Ingredients:

  • 180 g graham cracker crumbs
  • 50 g granulated sugar
  • 85 g unsalted butter, melted
  • 450 g cream cheese, softened
  • 60 g powdered sugar
  • 5 ml vanilla extract
  • 15 ml fresh lemon juice
  • 240 ml heavy whipping cream, chilled
  • 120 ml heavy whipping cream (for piping)
  • 12 fresh raspberries or halved strawberries
  • 5 g red and green holiday sprinkles

Instructions:

  1. Toast the graham cracker crumbs for 5 minutes for deeper flavor.
  2. Combine graham cracker crumbs, sugar, and melted butter in a bowl until the mixture resembles wet sand.
  3. Spoon equal amounts into 12 lined muffin cups and press down firmly until tightly packed.

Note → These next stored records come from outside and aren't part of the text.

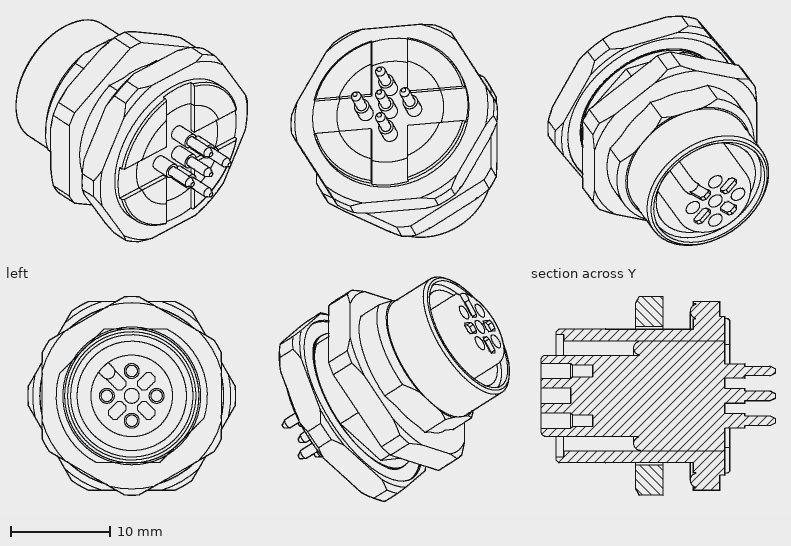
import cadquery as cq
import math


SLEEVE_FRONT = 1.5
SLEEVE_DIA = 13.5
SLEEVE_CHAMFER = 0.3
MOUTH_DIA = 12.3
MOUTH_DEPTH = 0.8
BORE_DIA = 11.0

THREAD_FRONT = 6.5
THREAD_DIA = 15.2
THREAD_CORE_DIA = 13.86
THREAD_CHAMFER = (THREAD_DIA - THREAD_CORE_DIA) / 2
FLAT_DISTANCE = 6.72
FLAT_ANGLES = (45, 90, 225, 270)

FLANGE_FRONT = 15.3
FLANGE_BACK = 18.0
FLANGE_ACROSS_FLATS = 19.0
FLANGE_CORNER_DIA = 20.9
FLANGE_CORNER_ANGLE = 0
FLANGE_CHAMFER = 0.5
BOSS_DIA = 16.0
BOSS_BACK = 19.0
BOSS_CHAMFER = 0.2
CROSS_SLOT_WIDTH = 3.75
CROSS_SLOT_FLOOR = 18.5

SEAL_RADIUS = 8.5
SEAL_TUBE_RADIUS = 0.75
SEAL_PROTRUSION = 0.3
SEAL_GROOVE_DEPTH = 0.25

NUT_FRONT = 9.5
NUT_BACK = 12.3
NUT_ACROSS_FLATS = 18.0
NUT_CORNER_DIA = 20.0
NUT_CORNER_ANGLE = 30
NUT_CHAMFER_LENGTH = 0.37
NUT_CHAMFER_ANGLE = 30
NUT_FACE_DIA = NUT_CORNER_DIA - 2 * NUT_CHAMFER_LENGTH / math.tan(math.radians(NUT_CHAMFER_ANGLE))

INSERT_DIA = 8.2
INSERT_ROUNDING = 0.5
COLLAR_FRONT = 10.0

CONTACT_PITCH = 2.5
SOCKET_DIA = 1.5
SOCKET_DEPTH = 3.0
CONTACT_BORE_DIA = 1.15
CONTACT_CONE_LENGTH = 0.2
CONTACT_BORE_DEPTH = 2.0

POCKET_INNER = 1.14
POCKET_OUTER = 3.0
POCKET_WIDTH = 1.22
POCKET_CHAMFER = 0.28
POCKET_DEPTH = 0.5
POCKET_ANGLES = (45, 135, 225, 315)
KEY_ANGLE = 45
KEY_WIDTH = 1.38
KEY_FLOOR_RADIUS = 2.7
KEY_LENGTH = 9.0

PIN_SHOULDER_DIA = 1.5
PIN_SHOULDER_END = 20.5
PIN_DIA = 1.0
PIN_TAPER_START = 23.05
PIN_TIP = 23.6
PIN_TIP_DIA = 0.45

OVERSIZE = 40.0


def turned(profile):
    """Revolve a closed (X, radius) profile about the X axis."""
    return profile.close().revolve(360, (0, 0, 0), (1, 0, 0))


def rod(dia, start, end):
    return cq.Workplane("YZ", origin=(start, 0, 0)).circle(dia / 2).extrude(end - start)


def cone(start_dia, end_dia, start, end):
    points = [(start, 0), (start, start_dia / 2), (end, end_dia / 2), (end, 0)]
    return turned(cq.Workplane("XY").polyline(points))


def at_angle(shape, angle):
    """Turn a shape about X, from +Y towards +Z."""
    return shape.rotate((0, 0, 0), (1, 0, 0), angle)


def hexagon(across_flats, start, end, corner_angle):
    """Hexagonal prism along X with a corner at corner_angle from +Y."""
    corner_circle = across_flats / math.cos(math.pi / 6)
    prism = cq.Workplane("YZ", origin=(start, 0, 0)).polygon(6, corner_circle).extrude(end - start)
    return at_angle(prism, corner_angle)


def contact_places():
    """(Y, Z) of the centre contact and the four contacts around it."""
    return [(0, 0), (CONTACT_PITCH, 0), (0, CONTACT_PITCH), (-CONTACT_PITCH, 0), (0, -CONTACT_PITCH)]


def cross_slots():
    """Crossed slots in the rear end that leave four corner pads on housing and insert."""
    back = cq.Workplane("YZ", origin=(CROSS_SLOT_FLOOR, 0, 0))
    depth = BOSS_BACK - CROSS_SLOT_FLOOR
    upright = back.rect(CROSS_SLOT_WIDTH, OVERSIZE).extrude(depth)
    return upright.union(back.rect(OVERSIZE, CROSS_SLOT_WIDTH).extrude(depth))


def thread_section():
    section = rod(THREAD_DIA, THREAD_FRONT, FLANGE_BACK).faces("<X").chamfer(THREAD_CHAMFER)
    for angle in FLAT_ANGLES:
        waste = cq.Workplane("XY").box(OVERSIZE, OVERSIZE, OVERSIZE)
        waste = waste.translate((0, FLAT_DISTANCE + OVERSIZE / 2, 0))
        section = section.cut(at_angle(waste, angle))
    return section


def flange():
    plate = hexagon(FLANGE_ACROSS_FLATS, FLANGE_FRONT, FLANGE_BACK, FLANGE_CORNER_ANGLE)
    corners = rod(FLANGE_CORNER_DIA, FLANGE_FRONT, FLANGE_BACK).faces("<X or >X").chamfer(FLANGE_CHAMFER)
    plate = plate.intersect(corners)
    groove = (
        cq.Workplane("YZ", origin=(FLANGE_FRONT, 0, 0))
        .circle(SEAL_RADIUS + SEAL_TUBE_RADIUS)
        .circle(SEAL_RADIUS - SEAL_TUBE_RADIUS)
        .extrude(SEAL_GROOVE_DEPTH)
    )
    seal_x = FLANGE_FRONT - SEAL_PROTRUSION + SEAL_TUBE_RADIUS
    seal = (
        cq.Workplane("XY")
        .center(seal_x, SEAL_RADIUS)
        .circle(SEAL_TUBE_RADIUS)
        .revolve(360, (-seal_x, -SEAL_RADIUS, 0), (1 - seal_x, -SEAL_RADIUS, 0))
    )
    return plate.cut(groove).union(seal)


def make_housing():
    body = rod(SLEEVE_DIA, SLEEVE_FRONT, THREAD_FRONT).faces("<X").chamfer(SLEEVE_CHAMFER)
    body = body.union(thread_section()).union(flange())
    body = body.union(rod(BOSS_DIA, FLANGE_BACK, BOSS_BACK).faces(">X").chamfer(BOSS_CHAMFER))
    body = body.cut(rod(BORE_DIA, SLEEVE_FRONT, BOSS_BACK))
    body = body.cut(rod(MOUTH_DIA, SLEEVE_FRONT, SLEEVE_FRONT + MOUTH_DEPTH))
    return body.cut(cross_slots())


def make_nut():
    nut = hexagon(NUT_ACROSS_FLATS, NUT_FRONT, NUT_BACK, NUT_CORNER_ANGLE)
    rounded = rod(NUT_CORNER_DIA, NUT_FRONT + NUT_CHAMFER_LENGTH, NUT_BACK).union(
        cone(NUT_FACE_DIA, NUT_CORNER_DIA, NUT_FRONT, NUT_FRONT + NUT_CHAMFER_LENGTH)
    )
    nut = nut.intersect(rounded).cut(rod(THREAD_CORE_DIA, NUT_FRONT, NUT_BACK))
    return nut.cut(thread_section())


def insert_blank():
    """Turned shape: contact face, inner seal bead against the bore, and collar."""
    face_radius = INSERT_DIA / 2
    bore_radius = BORE_DIA / 2
    bead_radius = (bore_radius - face_radius) / 2
    rounding_mid = INSERT_ROUNDING * (1 - math.sqrt(0.5))
    profile = (
        cq.Workplane("XY")
        .lineTo(0, face_radius - INSERT_ROUNDING)
        .threePointArc((rounding_mid, face_radius - rounding_mid), (INSERT_ROUNDING, face_radius))
        .lineTo(COLLAR_FRONT, face_radius)
        .threePointArc((COLLAR_FRONT - bead_radius, face_radius + bead_radius), (COLLAR_FRONT, bore_radius))
        .lineTo(BOSS_BACK, bore_radius)
        .lineTo(BOSS_BACK, 0)
    )
    return turned(profile)


def pocket():
    """Shallow recess with chamfered corners, reaching out along +Y."""
    length = POCKET_OUTER - POCKET_INNER
    block = cq.Workplane("XY").box(POCKET_DEPTH, length, POCKET_WIDTH, centered=(False, True, True))
    return block.edges("|X").chamfer(POCKET_CHAMFER).translate((0, POCKET_INNER + length / 2, 0))


def key_slot():
    """Round-bottomed keyway along the insert, with its pocket opened into it, along +Y."""
    floor_centre = KEY_FLOOR_RADIUS + KEY_WIDTH / 2
    slot = (
        cq.Workplane("YZ")
        .moveTo(INSERT_DIA, KEY_WIDTH / 2)
        .lineTo(floor_centre, KEY_WIDTH / 2)
        .threePointArc((KEY_FLOOR_RADIUS, 0), (floor_centre, -KEY_WIDTH / 2))
        .lineTo(INSERT_DIA, -KEY_WIDTH / 2)
        .close()
        .extrude(KEY_LENGTH)
    )
    link = cq.Workplane("XY").box(POCKET_DEPTH, INSERT_DIA / 2, POCKET_WIDTH, centered=(False, False, True))
    link = link.translate((0, (POCKET_INNER + POCKET_OUTER) / 2, 0))
    return slot.union(link)


def contact_socket():
    cone_end = SOCKET_DEPTH + CONTACT_CONE_LENGTH
    socket = rod(SOCKET_DIA, 0, SOCKET_DEPTH)
    socket = socket.union(cone(SOCKET_DIA, CONTACT_BORE_DIA, SOCKET_DEPTH, cone_end))
    return socket.union(rod(CONTACT_BORE_DIA, cone_end, cone_end + CONTACT_BORE_DEPTH))


def pin():
    shape = rod(PIN_SHOULDER_DIA, CROSS_SLOT_FLOOR, PIN_SHOULDER_END)
    shape = shape.union(rod(PIN_DIA, PIN_SHOULDER_END, PIN_TAPER_START))
    return shape.union(cone(PIN_DIA, PIN_TIP_DIA, PIN_TAPER_START, PIN_TIP))


def make_insert():
    insert = insert_blank()
    for angle in POCKET_ANGLES:
        insert = insert.cut(at_angle(pocket(), angle))
    insert = insert.cut(at_angle(key_slot(), KEY_ANGLE))
    insert = insert.cut(cross_slots())
    for y, z in contact_places():
        is_centre = (y, z) == (0, 0)
        socket = rod(SOCKET_DIA, 0, SOCKET_DEPTH) if is_centre else contact_socket()
        insert = insert.cut(socket.translate((0, y, z)))
        insert = insert.union(pin().translate((0, y, z)))
    return insert


housing = make_housing()
nut = make_nut()
insert = make_insert()

result = cq.Compound.makeCompound([housing.solids().val(), nut.solids().val(), insert.solids().val()])

  4. In a large bowl, beat the softened cream cheese and powdered sugar until smooth.
  5. Stir in the vanilla extract and lemon juice.

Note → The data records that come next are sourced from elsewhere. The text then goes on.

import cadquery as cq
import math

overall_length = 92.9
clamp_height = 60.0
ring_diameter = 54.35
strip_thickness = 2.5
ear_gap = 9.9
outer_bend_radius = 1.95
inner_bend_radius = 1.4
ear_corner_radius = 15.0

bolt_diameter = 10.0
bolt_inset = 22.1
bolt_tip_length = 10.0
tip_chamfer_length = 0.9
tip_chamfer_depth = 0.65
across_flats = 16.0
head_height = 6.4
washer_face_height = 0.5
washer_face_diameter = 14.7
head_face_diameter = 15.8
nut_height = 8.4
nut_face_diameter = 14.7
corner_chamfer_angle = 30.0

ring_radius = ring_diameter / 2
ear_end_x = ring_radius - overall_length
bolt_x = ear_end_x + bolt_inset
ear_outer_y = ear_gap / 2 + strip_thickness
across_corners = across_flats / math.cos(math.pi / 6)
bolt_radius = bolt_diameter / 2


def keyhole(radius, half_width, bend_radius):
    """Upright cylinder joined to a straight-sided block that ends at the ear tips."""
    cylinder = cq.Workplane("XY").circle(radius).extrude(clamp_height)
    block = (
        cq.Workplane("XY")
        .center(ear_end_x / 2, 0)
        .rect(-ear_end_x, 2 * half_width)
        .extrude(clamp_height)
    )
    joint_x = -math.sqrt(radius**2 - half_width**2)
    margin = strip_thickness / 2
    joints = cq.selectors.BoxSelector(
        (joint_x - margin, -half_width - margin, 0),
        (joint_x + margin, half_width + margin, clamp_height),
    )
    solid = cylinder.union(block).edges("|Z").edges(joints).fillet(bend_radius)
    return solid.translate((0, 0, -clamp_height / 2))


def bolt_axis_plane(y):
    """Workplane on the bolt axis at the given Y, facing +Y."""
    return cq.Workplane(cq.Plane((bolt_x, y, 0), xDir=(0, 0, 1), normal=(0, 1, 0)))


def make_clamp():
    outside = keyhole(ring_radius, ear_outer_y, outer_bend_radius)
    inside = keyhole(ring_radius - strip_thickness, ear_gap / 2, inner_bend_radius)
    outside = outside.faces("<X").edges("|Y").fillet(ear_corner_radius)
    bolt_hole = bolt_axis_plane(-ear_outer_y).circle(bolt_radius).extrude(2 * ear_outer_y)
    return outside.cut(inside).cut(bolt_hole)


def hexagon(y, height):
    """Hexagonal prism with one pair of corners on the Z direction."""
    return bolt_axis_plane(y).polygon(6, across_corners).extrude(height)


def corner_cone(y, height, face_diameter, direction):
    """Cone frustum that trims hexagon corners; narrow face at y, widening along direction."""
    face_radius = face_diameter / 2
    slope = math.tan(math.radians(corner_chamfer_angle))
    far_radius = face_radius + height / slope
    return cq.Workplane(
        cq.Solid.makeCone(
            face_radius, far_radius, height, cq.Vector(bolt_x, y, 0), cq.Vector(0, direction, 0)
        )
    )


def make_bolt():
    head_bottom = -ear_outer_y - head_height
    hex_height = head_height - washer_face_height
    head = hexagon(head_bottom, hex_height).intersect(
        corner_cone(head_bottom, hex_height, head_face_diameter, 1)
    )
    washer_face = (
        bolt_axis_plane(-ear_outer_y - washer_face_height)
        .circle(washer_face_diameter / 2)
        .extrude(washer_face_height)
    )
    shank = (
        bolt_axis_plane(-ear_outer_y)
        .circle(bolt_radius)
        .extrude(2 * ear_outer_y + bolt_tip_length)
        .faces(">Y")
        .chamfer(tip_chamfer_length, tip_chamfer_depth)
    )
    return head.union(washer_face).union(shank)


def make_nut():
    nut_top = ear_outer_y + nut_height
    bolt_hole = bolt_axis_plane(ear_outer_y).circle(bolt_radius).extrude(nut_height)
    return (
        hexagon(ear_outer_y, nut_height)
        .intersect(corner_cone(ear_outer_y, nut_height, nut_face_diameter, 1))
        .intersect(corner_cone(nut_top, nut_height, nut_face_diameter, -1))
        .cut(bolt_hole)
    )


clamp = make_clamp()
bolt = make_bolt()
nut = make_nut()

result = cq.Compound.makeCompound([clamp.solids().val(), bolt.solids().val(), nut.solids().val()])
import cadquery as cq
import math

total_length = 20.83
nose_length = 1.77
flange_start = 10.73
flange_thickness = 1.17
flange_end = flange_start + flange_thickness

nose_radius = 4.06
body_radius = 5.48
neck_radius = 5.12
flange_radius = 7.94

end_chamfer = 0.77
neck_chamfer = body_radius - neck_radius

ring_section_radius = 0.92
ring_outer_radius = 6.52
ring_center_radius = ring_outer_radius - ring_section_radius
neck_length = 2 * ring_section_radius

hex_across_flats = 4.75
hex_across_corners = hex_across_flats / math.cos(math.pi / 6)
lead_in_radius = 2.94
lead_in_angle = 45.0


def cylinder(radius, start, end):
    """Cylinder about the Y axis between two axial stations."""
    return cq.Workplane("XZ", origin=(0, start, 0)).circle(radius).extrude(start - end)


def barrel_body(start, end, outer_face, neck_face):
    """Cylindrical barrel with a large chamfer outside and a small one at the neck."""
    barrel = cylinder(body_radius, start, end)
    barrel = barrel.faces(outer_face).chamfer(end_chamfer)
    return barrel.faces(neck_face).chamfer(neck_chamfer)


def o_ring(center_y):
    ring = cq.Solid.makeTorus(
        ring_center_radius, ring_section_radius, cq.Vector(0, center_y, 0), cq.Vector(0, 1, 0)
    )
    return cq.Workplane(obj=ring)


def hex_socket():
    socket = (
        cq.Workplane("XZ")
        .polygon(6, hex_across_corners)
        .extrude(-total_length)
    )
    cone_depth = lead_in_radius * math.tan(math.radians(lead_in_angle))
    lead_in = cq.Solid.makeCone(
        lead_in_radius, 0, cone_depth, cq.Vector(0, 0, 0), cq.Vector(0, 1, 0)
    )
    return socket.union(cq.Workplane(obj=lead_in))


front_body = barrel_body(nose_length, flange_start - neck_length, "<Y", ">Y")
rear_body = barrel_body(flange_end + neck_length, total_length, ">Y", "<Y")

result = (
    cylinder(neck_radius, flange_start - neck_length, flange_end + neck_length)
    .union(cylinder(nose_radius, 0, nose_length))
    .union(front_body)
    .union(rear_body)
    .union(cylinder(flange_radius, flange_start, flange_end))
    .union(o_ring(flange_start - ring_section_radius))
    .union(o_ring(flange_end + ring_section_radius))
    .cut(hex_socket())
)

  6. In a separate chilled bowl, whip the heavy cream until stiff peaks form.
  7. Gently fold the whipped cream into the cheese mixture until light and uniform.
  8. Spoon the filling evenly over the crusts and smooth the tops.
  9. Transfer the pan to the refrigerator and chill for at least 3 hours before serving.